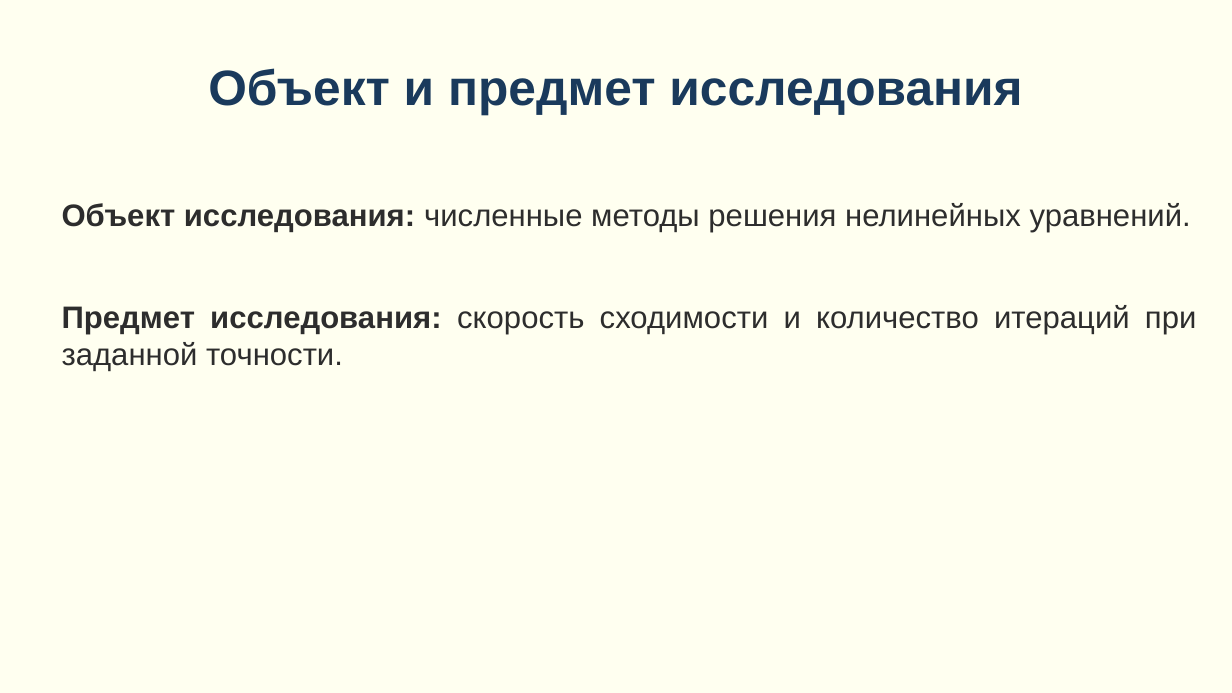
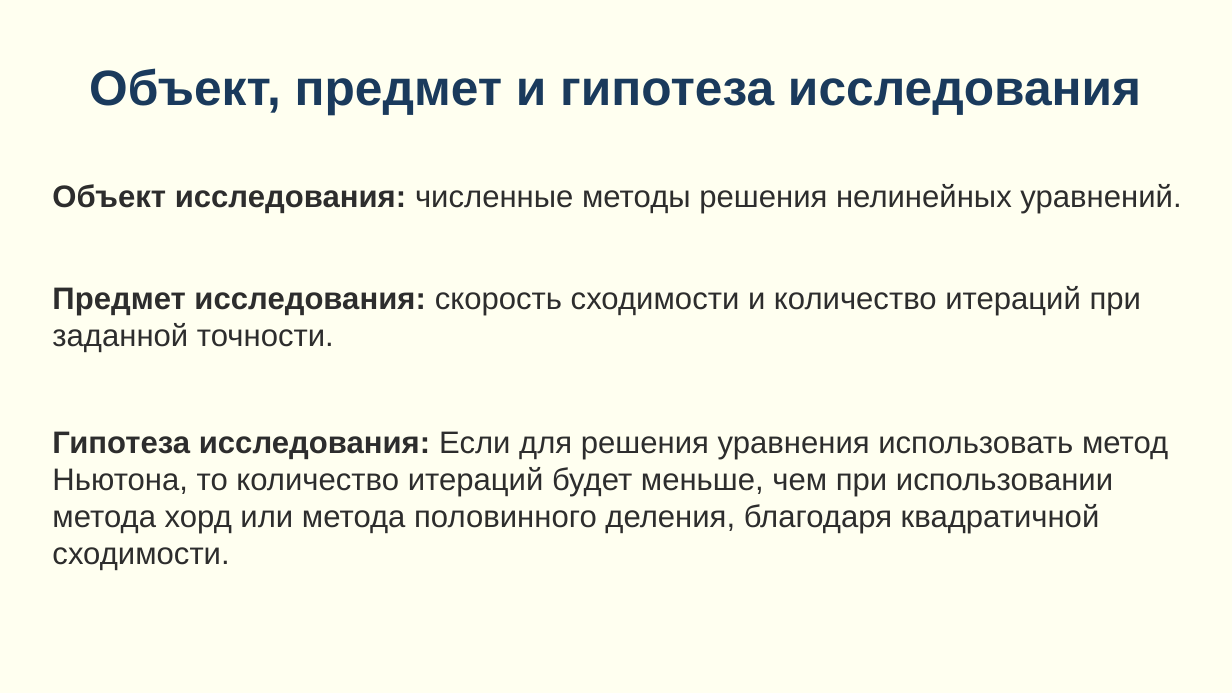
Before and after one commit to matveeu/Equation-solver, a slide deck: slide 4 of Презентация по проекту.pptx. Drawn at 1232x693 pixels with LibreOffice and Linux fonts; fonts in the diff are those of the drawing. Boxes give left, top, right and bottom in pixels: in the first picture for what was removed or moved away, otherwise in the second. Text is boxed around its words. In the diff, an @@ line names an element or a change of style, - is before the commit and + after.

```diff
--- a/Презентация по проекту.pptx
+++ b/Презентация по проекту.pptx
@@ title at [89, 68, 1141, 114]: text changed @@
-Объект и предмет исследования
+Объект, предмет и гипотеза исследования
@@ text "Объект исследования: численные методы решения ...": place and size @@
-text "Объект исследования: численные методы решения ..." at [62, 203, 1196, 371]
+text "Объект исследования: численные методы решения ..." at [52, 184, 1181, 570]
@@ text at [52, 184, 1181, 352]: alignment justified to left @@
@@ text at [52, 431, 1168, 570]: paragraph added @@
+Гипотеза исследования: Если для решения уравнения использовать метод Ньютона, то количество итераций будет меньше, чем при использовании метода хорд или метода половинного деления, благодаря квадратичной сходимости.
```
Also in this commit, not shown: 8 other slides changed.

What is expected. Without the pictures, give the entries above back exactly.

Answer below.
Before and after one commit to matveeu/Equation-solver, a slide deck: slide 4 of Презентация по проекту.pptx. Drawn at 1232x693 pixels with LibreOffice and Linux fonts; fonts in the diff are those of the drawing. Boxes give left, top, right and bottom in pixels: in the first picture for what was removed or moved away, otherwise in the second. Text is boxed around its words. In the diff, an @@ line names an element or a change of style, - is before the commit and + after.

```diff
--- a/Презентация по проекту.pptx
+++ b/Презентация по проекту.pptx
@@ title at [89, 68, 1141, 114]: text changed @@
-Объект и предмет исследования
+Объект, предмет и гипотеза исследования
@@ text "Объект исследования: численные методы решения ...": place and size @@
-text "Объект исследования: численные методы решения ..." at [62, 203, 1196, 371]
+text "Объект исследования: численные методы решения ..." at [52, 184, 1181, 570]
@@ text at [52, 184, 1181, 352]: alignment justified to left @@
@@ text at [52, 431, 1168, 570]: paragraph added @@
+Гипотеза исследования: Если для решения уравнения использовать метод Ньютона, то количество итераций будет меньше, чем при использовании метода хорд или метода половинного деления, благодаря квадратичной сходимости.
```
Also in this commit, not shown: 8 other slides changed.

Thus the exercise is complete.